[Listed entries Boundary: Start]
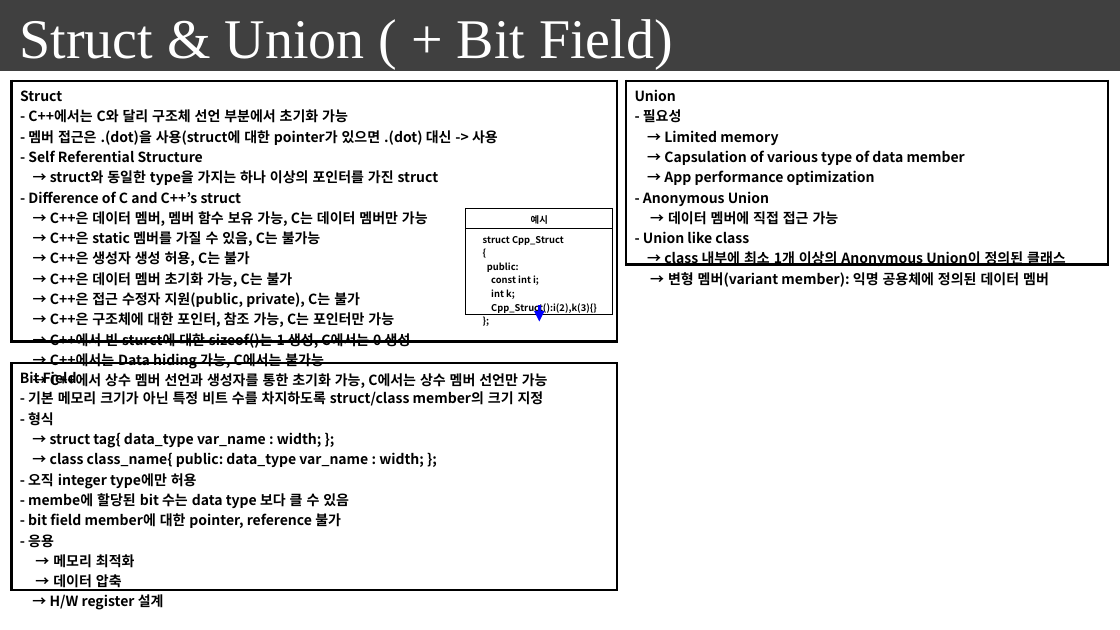
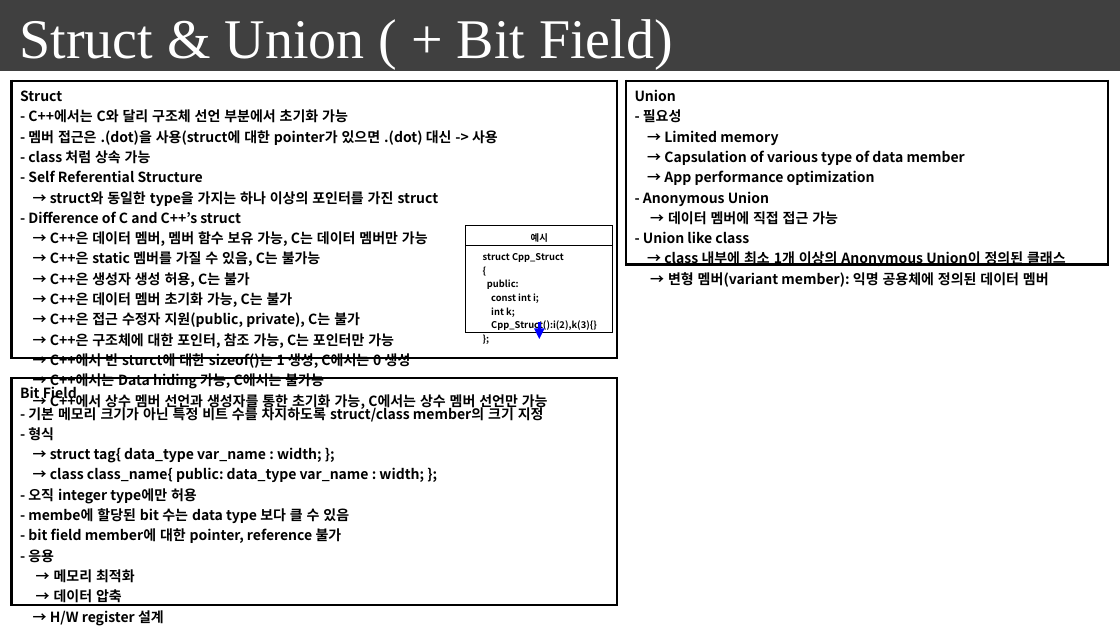
Before and after one commit to seonghokim/Study, a slide deck: slide 17 of everything in c++.pptx. Drawn at 1120x630 pixels with LibreOffice and Linux fonts; fonts in the diff are those of the drawing; background and template pictures are left out. Boxes give left, top, right and bottom in pixels: in the first picture for what was removed or moved away, otherwise in the second. Text is boxed around its words. In the diff, an @@ line names an element or a change of style, - is before the commit and + after.

```diff
--- a/everything in c++.pptx
+++ b/everything in c++.pptx
@@ table at (12,82,618,587) @@
-row 1, column 1: Struct / - C++에서는 C와 달리 구조체 선언 부분에서 초기화 가능 / - 멤버 접근은 .(dot)을 사용(struct에 대한 pointer가 있으면 .(dot) 대신 -> 사용 / - Self Referential Structure / → struct와 동일한 type을 가지는 하나 이상의 포인터를 가진 struct / - Difference of C and C++’s struct / → C++은 데이터 멤버, 멤버 함수 보유 가능, C는 데이터 멤버만 가능 / → C++은 static 멤버를 가질 수 있음, C는 불가능 / → C++은 생성자 생성 허용, C는 불가 / → C++은 데이터 멤버 초기화 가능, C는 불가 / → C++은 접근 수정자 지원(public, private), C는 불가 / → C++은 구조체에 대한 포인터, 참조 가능, C는 포인터만 가능 / → C++에서 빈 sturct에 대한 sizeof()는 1 생성, C에서는 0 생성 / → C++에서는 Data hiding 가능, C에서는 불가능 / → C++에서 상수 멤버 선언과 생성자를 통한 초기화 가능, C에서는 상수 멤버 선언만 가능
+row 1, column 1: Struct / - C++에서는 C와 달리 구조체 선언 부분에서 초기화 가능 / - 멤버 접근은 .(dot)을 사용(struct에 대한 pointer가 있으면 .(dot) 대신 -> 사용 / - class 처럼 상속 가능 / - Self Referential Structure / → struct와 동일한 type을 가지는 하나 이상의 포인터를 가진 struct / - Difference of C and C++’s struct / → C++은 데이터 멤버, 멤버 함수 보유 가능, C는 데이터 멤버만 가능 / → C++은 static 멤버를 가질 수 있음, C는 불가능 / → C++은 생성자 생성 허용, C는 불가 / → C++은 데이터 멤버 초기화 가능, C는 불가 / → C++은 접근 수정자 지원(public, private), C는 불가 / → C++은 구조체에 대한 포인터, 참조 가능, C는 포인터만 가능 / → C++에서 빈 sturct에 대한 sizeof()는 1 생성, C에서는 0 생성 / → C++에서는 Data hiding 가능, C에서는 불가능 / → C++에서 상수 멤버 선언과 생성자를 통한 초기화 가능, C에서는 상수 멤버 선언만 가능
@@ table: place and size @@
-table at (466,208,613,318)
+table at (466,226,613,336)
@@ arrow moved from (539, 305) - (539, 322) to (539, 323) - (539, 339) @@
@@ table: place and size @@
-table at (12,363,618,614)
+table at (12,378,618,630)
```
Also in this commit, not shown: 6 slides added, 2 other files.
[Listed entries Boundary: End]
Please repeat the entries exactly. Do not include the pictures.

Before and after one commit to seonghokim/Study, a slide deck: slide 17 of everything in c++.pptx. Drawn at 1120x630 pixels with LibreOffice and Linux fonts; fonts in the diff are those of the drawing; background and template pictures are left out. Boxes give left, top, right and bottom in pixels: in the first picture for what was removed or moved away, otherwise in the second. Text is boxed around its words. In the diff, an @@ line names an element or a change of style, - is before the commit and + after.

```diff
--- a/everything in c++.pptx
+++ b/everything in c++.pptx
@@ table at (12,82,618,587) @@
-row 1, column 1: Struct / - C++에서는 C와 달리 구조체 선언 부분에서 초기화 가능 / - 멤버 접근은 .(dot)을 사용(struct에 대한 pointer가 있으면 .(dot) 대신 -> 사용 / - Self Referential Structure / → struct와 동일한 type을 가지는 하나 이상의 포인터를 가진 struct / - Difference of C and C++’s struct / → C++은 데이터 멤버, 멤버 함수 보유 가능, C는 데이터 멤버만 가능 / → C++은 static 멤버를 가질 수 있음, C는 불가능 / → C++은 생성자 생성 허용, C는 불가 / → C++은 데이터 멤버 초기화 가능, C는 불가 / → C++은 접근 수정자 지원(public, private), C는 불가 / → C++은 구조체에 대한 포인터, 참조 가능, C는 포인터만 가능 / → C++에서 빈 sturct에 대한 sizeof()는 1 생성, C에서는 0 생성 / → C++에서는 Data hiding 가능, C에서는 불가능 / → C++에서 상수 멤버 선언과 생성자를 통한 초기화 가능, C에서는 상수 멤버 선언만 가능
+row 1, column 1: Struct / - C++에서는 C와 달리 구조체 선언 부분에서 초기화 가능 / - 멤버 접근은 .(dot)을 사용(struct에 대한 pointer가 있으면 .(dot) 대신 -> 사용 / - class 처럼 상속 가능 / - Self Referential Structure / → struct와 동일한 type을 가지는 하나 이상의 포인터를 가진 struct / - Difference of C and C++’s struct / → C++은 데이터 멤버, 멤버 함수 보유 가능, C는 데이터 멤버만 가능 / → C++은 static 멤버를 가질 수 있음, C는 불가능 / → C++은 생성자 생성 허용, C는 불가 / → C++은 데이터 멤버 초기화 가능, C는 불가 / → C++은 접근 수정자 지원(public, private), C는 불가 / → C++은 구조체에 대한 포인터, 참조 가능, C는 포인터만 가능 / → C++에서 빈 sturct에 대한 sizeof()는 1 생성, C에서는 0 생성 / → C++에서는 Data hiding 가능, C에서는 불가능 / → C++에서 상수 멤버 선언과 생성자를 통한 초기화 가능, C에서는 상수 멤버 선언만 가능
@@ table: place and size @@
-table at (466,208,613,318)
+table at (466,226,613,336)
@@ arrow moved from (539, 305) - (539, 322) to (539, 323) - (539, 339) @@
@@ table: place and size @@
-table at (12,363,618,614)
+table at (12,378,618,630)
```
Also in this commit, not shown: 6 slides added, 2 other files.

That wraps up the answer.